* [Data under study]:
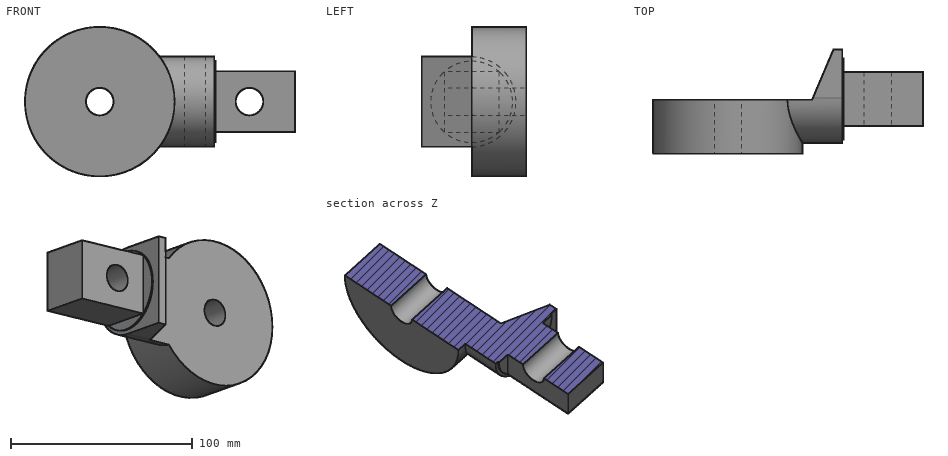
import cadquery as cq

disc_diameter = 82.7
disc_thickness = 30.0
bolt_hole_diameter = 15.1
disc_radius = disc_diameter / 2

overall_length = 149.3
tongue_end_x = overall_length - disc_radius
shoulder_x = 63.3
collar_length = 0.9
collar_end_x = shoulder_x + collar_length
tongue_hole_x = disc_diameter

neck_width = 50.0
neck_axis_y = 30.9
stop_top_y = 57.8
stop_foot_x = 46.6
stop_top_length = 5.0

tongue_axis_y = 30.3
collar_diameter = 45.1
tongue_thickness = 30.0
tongue_height = 33.7


def make_disc():
    return cq.Workplane("XZ").circle(disc_radius).extrude(-disc_thickness)


def make_neck():
    half_width = neck_width / 2
    arch = (
        cq.Workplane("YZ")
        .moveTo(neck_axis_y, half_width)
        .threePointArc((neck_axis_y - half_width, 0), (neck_axis_y, -half_width))
        .lineTo(stop_top_y, -half_width)
        .lineTo(stop_top_y, half_width)
        .close()
        .extrude(shoulder_x)
    )
    profile = (
        cq.Workplane("XY")
        .polyline([
            (0, 0),
            (shoulder_x, 0),
            (shoulder_x, stop_top_y),
            (shoulder_x - stop_top_length, stop_top_y),
            (stop_foot_x, disc_thickness),
            (0, disc_thickness),
        ])
        .close()
        .extrude(half_width, both=True)
    )
    return arch.intersect(profile)


def make_collar():
    plane = cq.Workplane("YZ", origin=(shoulder_x, tongue_axis_y, 0))
    return plane.circle(collar_diameter / 2).extrude(collar_length)


def make_tongue():
    plane = cq.Workplane("YZ", origin=(collar_end_x, tongue_axis_y, 0))
    return plane.rect(tongue_thickness, tongue_height).extrude(tongue_end_x - collar_end_x)


def make_bolt_holes():
    return (
        cq.Workplane("XZ")
        .pushPoints([(0, 0), (tongue_hole_x, 0)])
        .circle(bolt_hole_diameter / 2)
        .extrude(-stop_top_y)
    )


body = make_disc().union(make_neck()).union(make_collar()).union(make_tongue())
result = body.cut(make_bolt_holes())
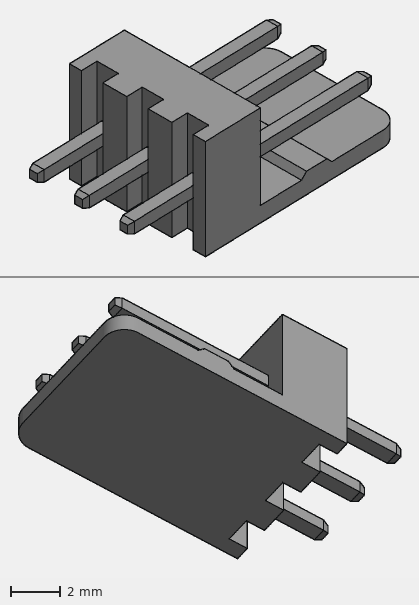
import cadquery as cq

width = 7.67
length = 14.8
height = 5.8

wall_front = 3.43
wall_back = 6.65
slot_width = 1.2
slot_depth = 0.9

plate_thickness = 0.89
corner_radius = 0.99
ridge_front = 9.05
ridge_back = 10.82
ridge_height = 0.3

pin_count = 3
pin_pitch = 2.55
pin_size = 0.64
pin_tip_size = 0.45
pin_tip_length = 0.3
pin_back = 14.22
pin_height = 2.63


def make_housing():
    """L-shaped side profile with a 45-degree ridge, extruded across the width."""
    ridge_top = plate_thickness + ridge_height
    profile = [
        (wall_front, 0),
        (length, 0),
        (length, plate_thickness),
        (ridge_back, plate_thickness),
        (ridge_back - ridge_height, ridge_top),
        (ridge_front + ridge_height, ridge_top),
        (ridge_front, plate_thickness),
        (wall_back, plate_thickness),
        (wall_back, height),
        (wall_front, height),
    ]
    housing = cq.Workplane("YZ").polyline(profile).close().extrude(width / 2, both=True)
    return housing.edges("|Z and >Y").fillet(corner_radius)


def make_slot(x):
    """Full-height slot volume at the front of the wall."""
    slot = cq.Workplane("XY").box(slot_width, slot_depth, height, centered=(True, False, False))
    return slot.translate((x, wall_front, 0))


def make_tip(x, y_base, y_end):
    """Tapered pin end from the full section at y_base to the small one at y_end."""
    return (
        cq.Workplane("XZ", origin=(x, y_base, pin_height))
        .rect(pin_size, pin_size)
        .workplane(offset=y_base - y_end)
        .rect(pin_tip_size, pin_tip_size)
        .loft(ruled=True)
    )


def make_pin(x):
    """Square pin along Y, tapered at both ends."""
    shank_front = pin_tip_length
    shank_back = pin_back - pin_tip_length
    shank = (
        cq.Workplane("XY")
        .box(pin_size, shank_back - shank_front, pin_size, centered=(True, False, True))
        .translate((x, shank_front, pin_height))
    )
    front_tip = make_tip(x, shank_front, 0)
    back_tip = make_tip(x, shank_back, pin_back)
    return shank.union(front_tip).union(back_tip)


pin_positions = [(i - (pin_count - 1) / 2) * pin_pitch for i in range(pin_count)]

result = make_housing()
for pin_x in pin_positions:
    result = result.cut(make_slot(pin_x)).union(make_pin(pin_x))

* [Task]:
The listing above must be given again exactly, minus its pictures.

* [Response to this exercise]:
import cadquery as cq

disc_diameter = 82.7
disc_thickness = 30.0
bolt_hole_diameter = 15.1
disc_radius = disc_diameter / 2

overall_length = 149.3
tongue_end_x = overall_length - disc_radius
shoulder_x = 63.3
collar_length = 0.9
collar_end_x = shoulder_x + collar_length
tongue_hole_x = disc_diameter

neck_width = 50.0
neck_axis_y = 30.9
stop_top_y = 57.8
stop_foot_x = 46.6
stop_top_length = 5.0

tongue_axis_y = 30.3
collar_diameter = 45.1
tongue_thickness = 30.0
tongue_height = 33.7


def make_disc():
    return cq.Workplane("XZ").circle(disc_radius).extrude(-disc_thickness)


def make_neck():
    half_width = neck_width / 2
    arch = (
        cq.Workplane("YZ")
        .moveTo(neck_axis_y, half_width)
        .threePointArc((neck_axis_y - half_width, 0), (neck_axis_y, -half_width))
        .lineTo(stop_top_y, -half_width)
        .lineTo(stop_top_y, half_width)
        .close()
        .extrude(shoulder_x)
    )
    profile = (
        cq.Workplane("XY")
        .polyline([
            (0, 0),
            (shoulder_x, 0),
            (shoulder_x, stop_top_y),
            (shoulder_x - stop_top_length, stop_top_y),
            (stop_foot_x, disc_thickness),
            (0, disc_thickness),
        ])
        .close()
        .extrude(half_width, both=True)
    )
    return arch.intersect(profile)


def make_collar():
    plane = cq.Workplane("YZ", origin=(shoulder_x, tongue_axis_y, 0))
    return plane.circle(collar_diameter / 2).extrude(collar_length)


def make_tongue():
    plane = cq.Workplane("YZ", origin=(collar_end_x, tongue_axis_y, 0))
    return plane.rect(tongue_thickness, tongue_height).extrude(tongue_end_x - collar_end_x)


def make_bolt_holes():
    return (
        cq.Workplane("XZ")
        .pushPoints([(0, 0), (tongue_hole_x, 0)])
        .circle(bolt_hole_diameter / 2)
        .extrude(-stop_top_y)
    )


body = make_disc().union(make_neck()).union(make_collar()).union(make_tongue())
result = body.cut(make_bolt_holes())
import cadquery as cq

width = 7.67
length = 14.8
height = 5.8

wall_front = 3.43
wall_back = 6.65
slot_width = 1.2
slot_depth = 0.9

plate_thickness = 0.89
corner_radius = 0.99
ridge_front = 9.05
ridge_back = 10.82
ridge_height = 0.3

pin_count = 3
pin_pitch = 2.55
pin_size = 0.64
pin_tip_size = 0.45
pin_tip_length = 0.3
pin_back = 14.22
pin_height = 2.63


def make_housing():
    """L-shaped side profile with a 45-degree ridge, extruded across the width."""
    ridge_top = plate_thickness + ridge_height
    profile = [
        (wall_front, 0),
        (length, 0),
        (length, plate_thickness),
        (ridge_back, plate_thickness),
        (ridge_back - ridge_height, ridge_top),
        (ridge_front + ridge_height, ridge_top),
        (ridge_front, plate_thickness),
        (wall_back, plate_thickness),
        (wall_back, height),
        (wall_front, height),
    ]
    housing = cq.Workplane("YZ").polyline(profile).close().extrude(width / 2, both=True)
    return housing.edges("|Z and >Y").fillet(corner_radius)


def make_slot(x):
    """Full-height slot volume at the front of the wall."""
    slot = cq.Workplane("XY").box(slot_width, slot_depth, height, centered=(True, False, False))
    return slot.translate((x, wall_front, 0))


def make_tip(x, y_base, y_end):
    """Tapered pin end from the full section at y_base to the small one at y_end."""
    return (
        cq.Workplane("XZ", origin=(x, y_base, pin_height))
        .rect(pin_size, pin_size)
        .workplane(offset=y_base - y_end)
        .rect(pin_tip_size, pin_tip_size)
        .loft(ruled=True)
    )


def make_pin(x):
    """Square pin along Y, tapered at both ends."""
    shank_front = pin_tip_length
    shank_back = pin_back - pin_tip_length
    shank = (
        cq.Workplane("XY")
        .box(pin_size, shank_back - shank_front, pin_size, centered=(True, False, True))
        .translate((x, shank_front, pin_height))
    )
    front_tip = make_tip(x, shank_front, 0)
    back_tip = make_tip(x, shank_back, pin_back)
    return shank.union(front_tip).union(back_tip)


pin_positions = [(i - (pin_count - 1) / 2) * pin_pitch for i in range(pin_count)]

result = make_housing()
for pin_x in pin_positions:
    result = result.cut(make_slot(pin_x)).union(make_pin(pin_x))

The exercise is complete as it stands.